Еще одним крупных хиджазским лириком был аль-Арджи, правнук халифа Османа, мекканский аристократ, неудачно ввязавшийся в политику и кончивший свои дни в тюрьме. Он тоже щеголял редкими сравнениями и очертя голову бросался в смелые метафоры, говоря, что «влюбленные сжимают друг друга в объятиях так крепко, как кредитор держит за платье должника». Это не мешало ему в нужный момент брать высокие лирические ноты и перемежать романтические восторги с поэтическими жалобами. Описывая ночь, когда ему приходилось напрасно ждать возлюбленную, он вздыхал, что «пасет звезды до утренней зари» и «караулит рассвет как стражник, следящий за проломом в стене». Из-за своей распутности и бесчисленных любовных похождений аль-Арджи стал героем непристойных анекдотов.

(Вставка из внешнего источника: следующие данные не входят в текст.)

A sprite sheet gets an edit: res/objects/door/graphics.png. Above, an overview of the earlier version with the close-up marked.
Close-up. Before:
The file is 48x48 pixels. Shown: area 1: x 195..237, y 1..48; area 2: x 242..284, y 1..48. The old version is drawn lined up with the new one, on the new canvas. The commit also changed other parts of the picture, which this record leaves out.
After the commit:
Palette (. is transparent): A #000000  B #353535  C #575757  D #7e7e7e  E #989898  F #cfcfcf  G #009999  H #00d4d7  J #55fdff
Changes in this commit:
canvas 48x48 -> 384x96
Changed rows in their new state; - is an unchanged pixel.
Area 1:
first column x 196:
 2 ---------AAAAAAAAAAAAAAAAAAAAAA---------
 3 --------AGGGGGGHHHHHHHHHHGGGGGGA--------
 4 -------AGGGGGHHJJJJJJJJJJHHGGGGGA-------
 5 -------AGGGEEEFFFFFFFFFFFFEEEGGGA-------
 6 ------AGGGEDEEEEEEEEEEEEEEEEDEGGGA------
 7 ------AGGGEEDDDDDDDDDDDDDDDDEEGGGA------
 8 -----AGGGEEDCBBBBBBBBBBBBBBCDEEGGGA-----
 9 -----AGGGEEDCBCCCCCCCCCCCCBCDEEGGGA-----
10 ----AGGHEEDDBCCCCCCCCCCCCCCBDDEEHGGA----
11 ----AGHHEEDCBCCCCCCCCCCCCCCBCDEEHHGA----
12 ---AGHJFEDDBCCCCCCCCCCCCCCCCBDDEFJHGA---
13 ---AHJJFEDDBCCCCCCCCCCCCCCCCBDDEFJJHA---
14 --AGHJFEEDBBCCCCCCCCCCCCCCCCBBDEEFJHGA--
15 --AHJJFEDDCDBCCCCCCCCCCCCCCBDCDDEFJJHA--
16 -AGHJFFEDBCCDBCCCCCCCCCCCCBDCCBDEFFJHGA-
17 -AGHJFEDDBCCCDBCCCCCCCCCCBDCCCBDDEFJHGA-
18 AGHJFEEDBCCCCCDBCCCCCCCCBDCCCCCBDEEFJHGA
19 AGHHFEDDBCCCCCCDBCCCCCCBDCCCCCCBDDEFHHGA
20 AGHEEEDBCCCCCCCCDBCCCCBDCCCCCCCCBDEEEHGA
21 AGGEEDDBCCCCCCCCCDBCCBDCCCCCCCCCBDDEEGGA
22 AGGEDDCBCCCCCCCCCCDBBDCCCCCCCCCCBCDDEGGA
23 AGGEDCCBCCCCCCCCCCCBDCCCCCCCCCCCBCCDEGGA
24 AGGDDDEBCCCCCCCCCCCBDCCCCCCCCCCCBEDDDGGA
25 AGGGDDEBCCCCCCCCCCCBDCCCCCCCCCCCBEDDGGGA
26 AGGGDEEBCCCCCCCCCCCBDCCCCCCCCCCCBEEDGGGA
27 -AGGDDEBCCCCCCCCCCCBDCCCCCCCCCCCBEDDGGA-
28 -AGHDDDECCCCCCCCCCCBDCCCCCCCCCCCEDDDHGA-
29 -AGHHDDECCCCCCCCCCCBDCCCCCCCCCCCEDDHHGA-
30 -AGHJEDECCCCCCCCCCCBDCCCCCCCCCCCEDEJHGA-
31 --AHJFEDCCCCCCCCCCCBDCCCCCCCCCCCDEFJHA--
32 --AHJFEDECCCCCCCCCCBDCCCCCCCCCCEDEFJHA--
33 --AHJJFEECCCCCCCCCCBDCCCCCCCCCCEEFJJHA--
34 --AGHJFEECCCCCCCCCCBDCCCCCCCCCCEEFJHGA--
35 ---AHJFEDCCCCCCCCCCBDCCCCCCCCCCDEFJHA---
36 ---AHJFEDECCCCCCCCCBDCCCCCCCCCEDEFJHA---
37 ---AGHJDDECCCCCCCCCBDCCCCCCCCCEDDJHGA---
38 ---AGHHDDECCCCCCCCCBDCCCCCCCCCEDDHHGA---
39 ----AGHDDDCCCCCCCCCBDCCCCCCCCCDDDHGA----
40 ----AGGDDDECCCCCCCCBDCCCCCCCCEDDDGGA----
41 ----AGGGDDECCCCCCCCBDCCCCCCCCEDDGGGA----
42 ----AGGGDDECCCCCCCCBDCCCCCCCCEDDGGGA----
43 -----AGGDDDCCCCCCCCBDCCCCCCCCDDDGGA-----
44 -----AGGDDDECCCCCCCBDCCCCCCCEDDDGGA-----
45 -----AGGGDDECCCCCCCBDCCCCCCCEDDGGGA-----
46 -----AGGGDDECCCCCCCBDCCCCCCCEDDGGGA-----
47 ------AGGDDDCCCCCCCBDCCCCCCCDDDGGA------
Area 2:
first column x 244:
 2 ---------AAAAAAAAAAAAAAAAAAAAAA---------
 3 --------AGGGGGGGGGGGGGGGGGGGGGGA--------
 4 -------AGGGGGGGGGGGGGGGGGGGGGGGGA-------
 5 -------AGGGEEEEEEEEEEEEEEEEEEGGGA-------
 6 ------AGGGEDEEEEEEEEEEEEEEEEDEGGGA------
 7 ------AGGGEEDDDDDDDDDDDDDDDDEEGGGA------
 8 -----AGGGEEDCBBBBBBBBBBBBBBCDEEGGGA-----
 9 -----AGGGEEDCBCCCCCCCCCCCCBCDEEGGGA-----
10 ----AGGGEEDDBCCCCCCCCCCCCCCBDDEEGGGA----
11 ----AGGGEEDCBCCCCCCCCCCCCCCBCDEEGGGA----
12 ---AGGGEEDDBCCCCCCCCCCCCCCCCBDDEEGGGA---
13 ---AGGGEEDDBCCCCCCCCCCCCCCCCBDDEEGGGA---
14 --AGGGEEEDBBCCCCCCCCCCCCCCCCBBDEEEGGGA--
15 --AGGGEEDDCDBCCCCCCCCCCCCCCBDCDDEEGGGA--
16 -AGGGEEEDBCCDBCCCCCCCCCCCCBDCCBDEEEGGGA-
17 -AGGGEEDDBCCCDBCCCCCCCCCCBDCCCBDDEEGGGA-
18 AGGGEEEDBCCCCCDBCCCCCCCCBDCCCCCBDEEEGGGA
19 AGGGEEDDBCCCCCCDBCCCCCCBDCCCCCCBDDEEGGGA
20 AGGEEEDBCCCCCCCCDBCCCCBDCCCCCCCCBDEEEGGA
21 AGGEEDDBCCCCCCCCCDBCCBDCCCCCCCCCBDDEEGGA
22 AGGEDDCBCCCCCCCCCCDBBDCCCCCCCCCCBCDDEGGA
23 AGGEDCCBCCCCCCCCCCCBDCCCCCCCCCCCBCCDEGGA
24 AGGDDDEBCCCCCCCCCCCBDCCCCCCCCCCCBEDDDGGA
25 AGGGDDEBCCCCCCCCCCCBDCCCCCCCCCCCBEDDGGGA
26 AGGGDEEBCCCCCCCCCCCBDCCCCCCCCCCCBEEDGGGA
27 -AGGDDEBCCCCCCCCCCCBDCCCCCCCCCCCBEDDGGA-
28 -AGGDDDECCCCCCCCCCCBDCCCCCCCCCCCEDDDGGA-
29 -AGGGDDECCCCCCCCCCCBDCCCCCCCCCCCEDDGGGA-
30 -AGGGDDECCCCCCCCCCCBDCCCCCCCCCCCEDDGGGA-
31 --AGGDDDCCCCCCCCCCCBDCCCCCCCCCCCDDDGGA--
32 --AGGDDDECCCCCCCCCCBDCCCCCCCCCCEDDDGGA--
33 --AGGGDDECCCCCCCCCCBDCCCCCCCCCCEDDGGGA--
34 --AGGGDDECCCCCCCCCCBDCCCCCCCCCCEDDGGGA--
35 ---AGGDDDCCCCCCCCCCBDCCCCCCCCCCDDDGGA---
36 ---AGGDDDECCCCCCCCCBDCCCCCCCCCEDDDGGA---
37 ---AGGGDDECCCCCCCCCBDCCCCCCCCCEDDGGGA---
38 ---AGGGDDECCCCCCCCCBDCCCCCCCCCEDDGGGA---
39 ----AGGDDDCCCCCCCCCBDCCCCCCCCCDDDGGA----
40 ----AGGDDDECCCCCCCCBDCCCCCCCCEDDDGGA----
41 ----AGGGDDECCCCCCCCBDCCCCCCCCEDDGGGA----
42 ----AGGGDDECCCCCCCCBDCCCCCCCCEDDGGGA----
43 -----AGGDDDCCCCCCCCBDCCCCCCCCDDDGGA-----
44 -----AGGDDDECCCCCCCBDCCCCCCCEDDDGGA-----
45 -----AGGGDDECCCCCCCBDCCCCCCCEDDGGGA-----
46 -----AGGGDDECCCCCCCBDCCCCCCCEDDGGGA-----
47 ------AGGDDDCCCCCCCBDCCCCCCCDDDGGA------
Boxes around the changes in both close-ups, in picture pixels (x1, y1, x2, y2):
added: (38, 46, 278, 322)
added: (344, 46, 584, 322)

Упоминавшийся уже Ваддах, потомок персов, живший в Хиджазе, был мастером фривольных и чувственных стихов, полных наслаждений и эротики, порой очень смелой. О своей возлюбленной – которую, как он сетовал, со всех сторон окружают люди, «словно жемчужину, скрытую в раковине», – поэт писал, что ее тело прекрасно, как восходящее солнце, а гладкие бедра похожи на плотно слежавшийся снег. Когда ему говорили про смерть и загробный суд, он отвечал: поэтому я и тороплюсь отдаться своей страсти, ведь сердце мое принадлежит тем, кто носит браслеты. Девушек он соблазнял, обещая написать про них «красивую поэму», а если кто-то ему отказывал, возмущался: «Или подари мне любовь, или объясни, почему убиваешь мусульманина!»

Узриты

Совсем другими были бедуинские стихи племени узритов. В поэзии этих страстных кочевников не найдешь и следа хиджазского легкомыслия. Поэт здесь всегда предан только одной возлюбленной, с которой он, однако, по разным причинам не может соединиться. Тоска, страдания доводят его до безумия, и даже после смерти он не ждет облегчения.

По мнению узритов, в любовь попадают как в капкан, внезапно и на всю жизнь. Это не блаженство, а несчастье, горькая судьба, нечто предопределенное и неизменное, как вечность. Все на свете может закончиться, только не любовь. Несчастный Маджнун сравнивал любовь с коршуном, которая терзает его сердце при одном имени возлюбленной. Джамиль называл себя жертвой, которая плачет от любви к своему убийце. Вместе с измученным поэтом страдает и пустыня, и природа, и весь мир. Даже пойманная охотниками антилопа кажется Маджнуну похожей на его Лейлу, и он просит ее отпустить.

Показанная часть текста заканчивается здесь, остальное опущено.